In addition, the linguistic variable “influence” was used with a five-level scale containing the following scale items in the group decision-making proposed by Li (1999): no influence, very low influence, low influence, high influence, and very high influence.

Sample and procedure

The identified factors from the literature on student dropout in MOOCs were used to build the interview scheme for the structured interviews. Using a convenience sampling method, a total of 17 instructors (11 males and 6 females), selected from different public universities, were invited to the interview. A total of 100 invitation emails were sent individually to instructors from 20 public universities to obtain a greater diversity of respondents. Only 17 instructors responded. The instructors came from 11 universities. The participants’ age ranged from 30 to 45 years old (M = 34.52 years, SD = 4.23 years). They all had experience in using MOOC for teaching at their universities (M = 4.11 years, SD = 0.56 years). Participants were interviewed individually for about 15–20 min each. During the interview, participants were guided on how to assess the level of impact of each factor on others. Then, we asked each participant to respond to a series of closed-ended questions, as shown in Table 2, using a scale of 0 (no influence), 1 (very low influence), 2 (low influence), 3 (high influence), and 4 (very high influence). Precisely, participants were asked to estimate the level of influence of each factor on other factors. The participants’ judgment on these influential factors was based on their teaching experience and observation of students’ learning in MOOCs. The collected responses were coded individually in order to build the cause–effect relationship diagram from the normalized responses.
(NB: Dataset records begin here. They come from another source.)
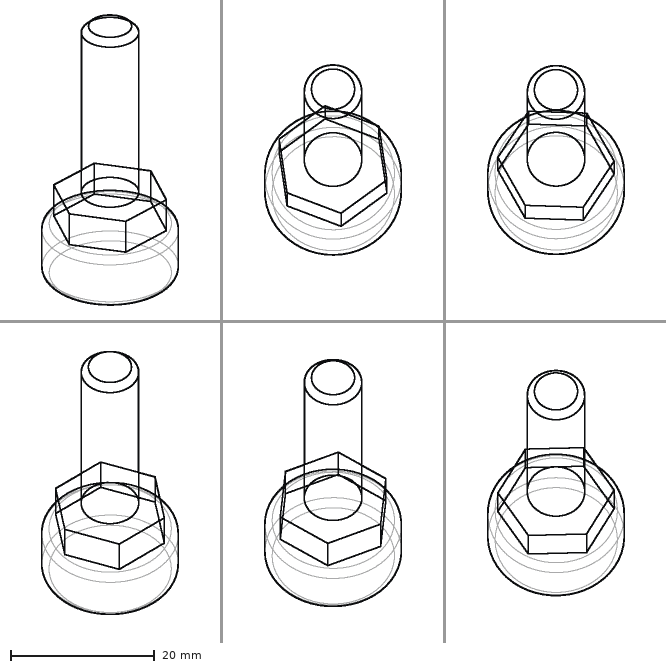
import cadquery as cq
import math

total_height = 40
base_height = 8
hex_height = 5.0
stud_length = total_height - base_height - hex_height

base_diameter = 19.0
hex_across_flats = 14
hex_across_corners = hex_across_flats / math.cos(math.radians(30))
stud_diameter = 8

base_edge_radius = 1.0
stud_tip_chamfer = 1.0


def make_base():
    """Round foot with both rims rounded."""
    disc = cq.Workplane("XY").circle(base_diameter / 2).extrude(base_height)
    return disc.edges("%CIRCLE").fillet(base_edge_radius)


def make_hex():
    """Hexagonal collar on the foot, with two corners on the X axis."""
    plane = cq.Workplane("XY").workplane(offset=base_height)
    return plane.polygon(6, hex_across_corners).extrude(hex_height)


def make_stud():
    """Plain round stud above the collar, chamfered at its tip."""
    plane = cq.Workplane("XY").workplane(offset=base_height + hex_height)
    stud = plane.circle(stud_diameter / 2).extrude(stud_length)
    return stud.faces(">Z").chamfer(stud_tip_chamfer)


result = make_base().union(make_hex()).union(make_stud())
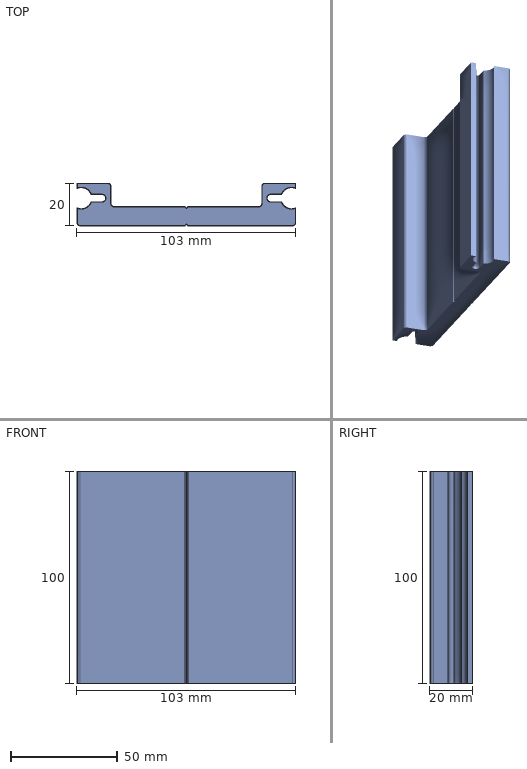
import cadquery as cq

width = 103.0
depth = 20.0
height = 100.0

web_thickness = 9.0
rail_width = 16.0
corner_radius = 1.5

groove_y = 13.0
mouth_radius = 5.0
mouth_inset = 2.0
slot_width = 3.5
slot_depth = 13.5

mark_width = 1.5
mark_depth = mark_width / 2

half_width = width / 2


def make_channel():
    """U-shaped body: flat web on the -Y side with a rail along each edge."""
    channel_width = width - 2 * rail_width
    channel_depth = depth - web_thickness
    channel_x = channel_width / 2
    body = cq.Workplane("XY").box(width, depth, height, centered=(True, False, False))
    channel = (
        cq.Workplane("XY")
        .box(channel_width, channel_depth, height, centered=(True, False, False))
        .translate((0, web_thickness, 0))
    )
    body = body.cut(channel)

    outer_corners = [(side * half_width, 0) for side in (-1, 1)]
    rail_corners = [(side * channel_x, depth) for side in (-1, 1)]
    root_corners = [(side * channel_x, web_thickness) for side in (-1, 1)]
    for x, y in outer_corners + rail_corners + root_corners:
        edge = body.edges(cq.selectors.NearestToPointSelector((x, y, height / 2)))
        body = edge.fillet(corner_radius)
    return body


def make_side_groove(side):
    """Cutter for the full-height groove in one outer face (side is -1 or 1)."""
    mouth_x = side * (half_width - mouth_inset)
    slot_end_x = side * (half_width - slot_depth + slot_width / 2)
    slot_length = abs(mouth_x - slot_end_x)
    mouth = cq.Workplane("XY").center(mouth_x, groove_y).circle(mouth_radius).extrude(height)
    slot = (
        cq.Workplane("XY")
        .center((mouth_x + slot_end_x) / 2, groove_y)
        .slot2D(slot_length + slot_width, slot_width)
        .extrude(height)
    )
    return mouth.union(slot)


def make_mark(surface_y, inward):
    """Cutter for a V groove at mid-width; inward is the Y direction into the web."""
    return (
        cq.Workplane("XY")
        .moveTo(-mark_width / 2, surface_y)
        .lineTo(mark_width / 2, surface_y)
        .lineTo(0, surface_y + inward * mark_depth)
        .close()
        .extrude(height)
    )


result = make_channel()
for side in (-1, 1):
    result = result.cut(make_side_groove(side))
result = result.cut(make_mark(0, 1))
result = result.cut(make_mark(web_thickness, -1))

The following subsections explain the main steps used to generate the cause–effect relationship diagram.

Table 2 The cause-and-effect matrix

DEMATEL model

The result from using the DEMATEL approach is presented in a visual form [a graph that separates components to cause group (on x axis) and effect group (under x axis)]. The impact relationship diagram is produced after obtaining horizontal axis (D + R) (refers to the strength of influence among criteria) and vertical axis (D − R) (refers to the influence relation among criteria). The produced diagram is used to represent a set of complex relationships of factors in an easy and understandable structural model. In the event that the value of (D − R) for a factor is negative, the factor should be considered as an effect factor, which is mostly affected by others. However, in the event that the value of (D − R) for a factor is positive, the factor should be considered as a cause factor (Gharakhani 2012). In order to obtain a suitable impact-relations map, an appropriate threshold value is needed to obtain adequate information for further analysis and decision-making. To apply a DEMATEL method, we intentionally followed the phases shown in Fig. 2.

Fig. 2
figure 2

DEMATEL phases

Based on the figure, the analysis procedures of the DEMATEL method are described as follows (Tsai et al. 2015; Lin 2013):

Step 1: generating the direct-relation matrix

In the first stage of DEMATEL modeling, we constructed the initial matrix for each respondent based on the result captured during the interview session. The influence level between Fs was determined by asking participants to indicate the direct effect for each F has on other factors. We started by calculating the average matrix in which the value of column (i) and value of row (j) were estimated based on the level of the influence between these Fs. We assumed \({\text{X}}_{\text{ij}}^{\text{k}}\) as the value for representing the influence of Fi on Fj. As presented in Eq. (1), \({\mathbf{F}} \times {\mathbf{F}}\) matrix was constructed, and value 0 was assigned where i = j (\({\mathbf{F}}_{{{\mathbf{ij}}}}\) = 0) (the diagonal elements of each answer matrix x ij k were all set to zero, which means no influence).

$$\varvec{A} = \left( { \begin{array}{*{20}c} 0 & {F_{12} } & \cdots & {F_{1n} } \\ {F_{21} } & 0 & \cdots & {F_{2n} } \\ \vdots & \vdots & \ddots & \vdots \\ {F_{n1} } & {F_{n2} } & \cdots & 0 \\ \end{array} } \right),\quad \varvec{F}_{{\varvec{ij}}} = \frac{1}{H} \mathop \sum \limits_{k = 1}^{H} X_{ij}^{k}$$
(1)

where H refers to the total number of participants in this study. The finalized direct relation matric is presented in Table 3.

Table 3 Direct relation matrix

A high score indicates a belief that a greater improvement in i is required to improve j. The average matrix A shows the initial direct effects that a factor exerts on and receives from other factors.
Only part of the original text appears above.